Satgas COVID-19: Pasien Sembuh di Tanjungpinang Bertambah 21 Orang

Satgas COVID-19: Pasien Sembuh di Tanjungpinang Bertambah 21 Orang
Pelepasan pasien COVID-19 yang telah dinyatakan sembuh oleh petugas medis dan staf RSUP Raja Ahmad Thabib Tanjungpinang beberapa waktu lalu. Satuan Tugas Penanganan COVID-19 Kota Tanjungpinang mencatat jumlah pasien yang sembuh dari COVID-19, Jumat (4/12/2020) bertambah 21 orang sehingga menjadi 768 orang. (Foto: Asikk3/Kominfo Kepri)

TANJUNGPINANG (KEPRI) - Forumpublik.com | Satuan Tugas (Satgas) Penanganan COVID-19 Kota Tanjungpinang mencatat jumlah pasien yang sembuh dari COVID-19 bertambah 21 orang sehingga menjadi 768 orang.

Kepala Dinas Kesehatan Tanjungpinang Rustam, mengatakan, jumlah pasien yang sembuh dari COVID-19 terus bertambah setiap hari, namun warga yang terkonfirmasi COVID-19 juga bertambah.

"Hari ini ada penambahan 12 kasus baru COVID-19. Total jumlah pasien COVID-19 di daerah tersebut sebanyak 902 orang," katanya di Tanjungpinang, Kepri, Jumat (04/12/2020).

Dari 902 orang tersebut, kata dia sebanyak 200 orang di antaranya tertular COVID-19, namun tidak pernah ke luar daerah dan tidak pernah kontak erat dengan pasien COVID-19.

Sementara jumlah pasien yang tertular COVID-19 setelah melakukan perjalanan ke luar daerah sebanyak 130 orang.

Jumlah pasien yang tertular akibat kontak erat dengan pasien COVID-19 mencapai 572 orang.

"Jumlah warga yang tertular COVID-19 akibat kontak erat dengan pasien COVID-19 paling banyak. Hal itu disebabkan tidak mematuhi protokol kesehatan," ucapnya.

Rustam menjelaskan dari 902 orang total pasien COVID-19 di Tanjungpinang, sebanyak 394 orang bergejala, sedangkan 508 orang tidak bergejala.


Sementara jumlah kasus aktif COVID-19 sebanyak 115 orang. Saat ini 52 orang pasien dirawat di rumah sakit, 15 orang menjalani karantina terpadu dan 48 orang isolasi mandiri.

Total jumlah pasien yang meninggal dunia sebanyak 19 orang.

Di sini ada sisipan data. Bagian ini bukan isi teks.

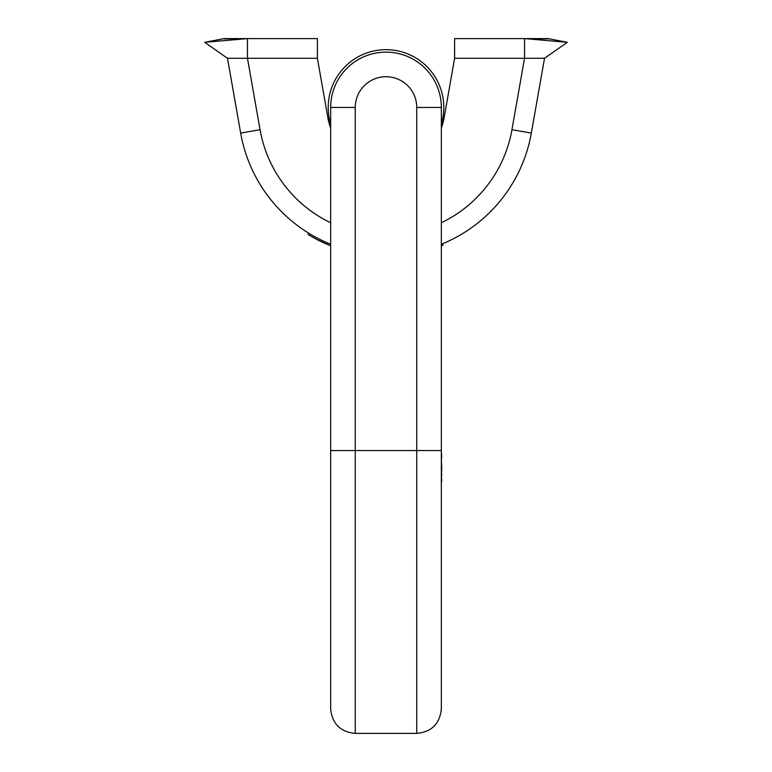 <?xml version="1.0" encoding="UTF-8"?>
<svg xmlns="http://www.w3.org/2000/svg" width="772" height="772" viewBox="0 0 772 772"><rect width="100%" height="100%" fill="white"/><g stroke="black" fill="none" stroke-linecap="round" stroke-linejoin="round"><path stroke-width="1.16" d="M441.343 128.007A59.029 59.029 0 0 0 444.132 117.711L454.612 58.276L454.612 38.6L547.985 38.6L567.314 42.315L544.521 58.276L531.329 133.093L544.521 58.276L524.535 58.276L511.952 129.677L531.329 133.093A147.568 147.568 0 0 1 441.343 244.261L442.916 243.614L442.916 245.216L441.343 245.853M454.612 58.276L524.535 58.276L524.535 38.6L547.937 38.899M330.657 128.007A59.029 59.029 0 0 1 327.868 117.711L317.388 58.276L227.479 58.276L240.671 133.093L227.479 58.276L204.686 42.315L247.465 38.6L224.015 38.6L204.686 42.315M524.535 38.6L567.314 42.315M330.657 222.77A127.891 127.891 0 0 1 260.048 129.677L247.465 58.276L247.465 38.6L317.388 38.6L317.388 58.276M247.465 38.6L224.063 38.899M312.419 235.383L313.056 235.74M314.088 236.328L317.784 238.326M318.016 238.442L318.614 238.751M330.657 244.261A147.568 147.568 0 0 1 240.671 133.093A147.568 147.568 0 0 0 330.657 244.261L329.548 243.807M327.598 242.987L325.35 241.993M320.843 239.87L320.322 239.609M313.239 235.846L311.396 234.785M309.929 233.916L308.279 232.912L308.279 234.64L316.781 239.455L330.657 245.853L320.766 241.472M320.708 241.443L316.742 239.445M324.057 243.026L323.101 242.591M308.279 234.64L317.91 240.053M441.343 107.462L441.343 708.802C439.876 723.74 431.683 731.943 416.745 733.4L416.745 107.462L441.343 107.462A55.343 55.343 0 0 0 386 52.129A55.343 55.343 0 0 0 330.657 107.462A55.343 55.343 0 0 1 386 52.129A55.343 55.343 0 0 1 441.343 107.462M441.343 664.538L441.343 450.558L355.255 450.558L355.255 107.462A30.745 30.745 0 0 1 386 76.718A30.745 30.745 0 0 1 416.745 107.462M330.657 450.558L355.255 450.558L355.255 733.4C340.317 731.943 332.124 723.74 330.657 708.802L330.657 107.462L355.255 107.462M441.343 481.352L441.343 482.674M441.343 475.909L441.758 481.352M441.343 470.92L441.758 475.909M441.343 457.7L441.758 470.92M441.343 456.484L441.758 457.7M441.343 451.813L441.758 456.484M441.343 490.345L441.343 559.989M441.343 124.147A57.794 57.794 0 0 0 386 49.669A57.794 57.794 0 0 0 330.657 124.147M441.343 222.77A127.891 127.891 0 0 0 511.952 129.677M531.329 133.093A147.568 147.568 0 0 1 441.343 244.261M260.048 129.677L240.671 133.093M355.255 450.558L379.853 450.558M355.255 733.4L416.745 733.4"/></g></svg>

Ia mengajak seluruh masyarakat agar senantiasa menerapkan protokol kesehatan pada masa adaptasi kebiasaan baru.

Protokol kesehatan ini harus selalu dilakukan pada saat berinteraksi dengan keluarga yang tidak tinggal serumah, teman rumah ataupun di tempat kerja, sehingga klaster keluarga dan klaster tempat kerja bisa dicegah bersama-sama.

"Protokol kesehatan yang senantiasa harus dilakukan adalah memakai masker, menjaga jarak (tidak bersalaman) dan mencuci tangan dengan sabun sesering mungkin," tuturnya.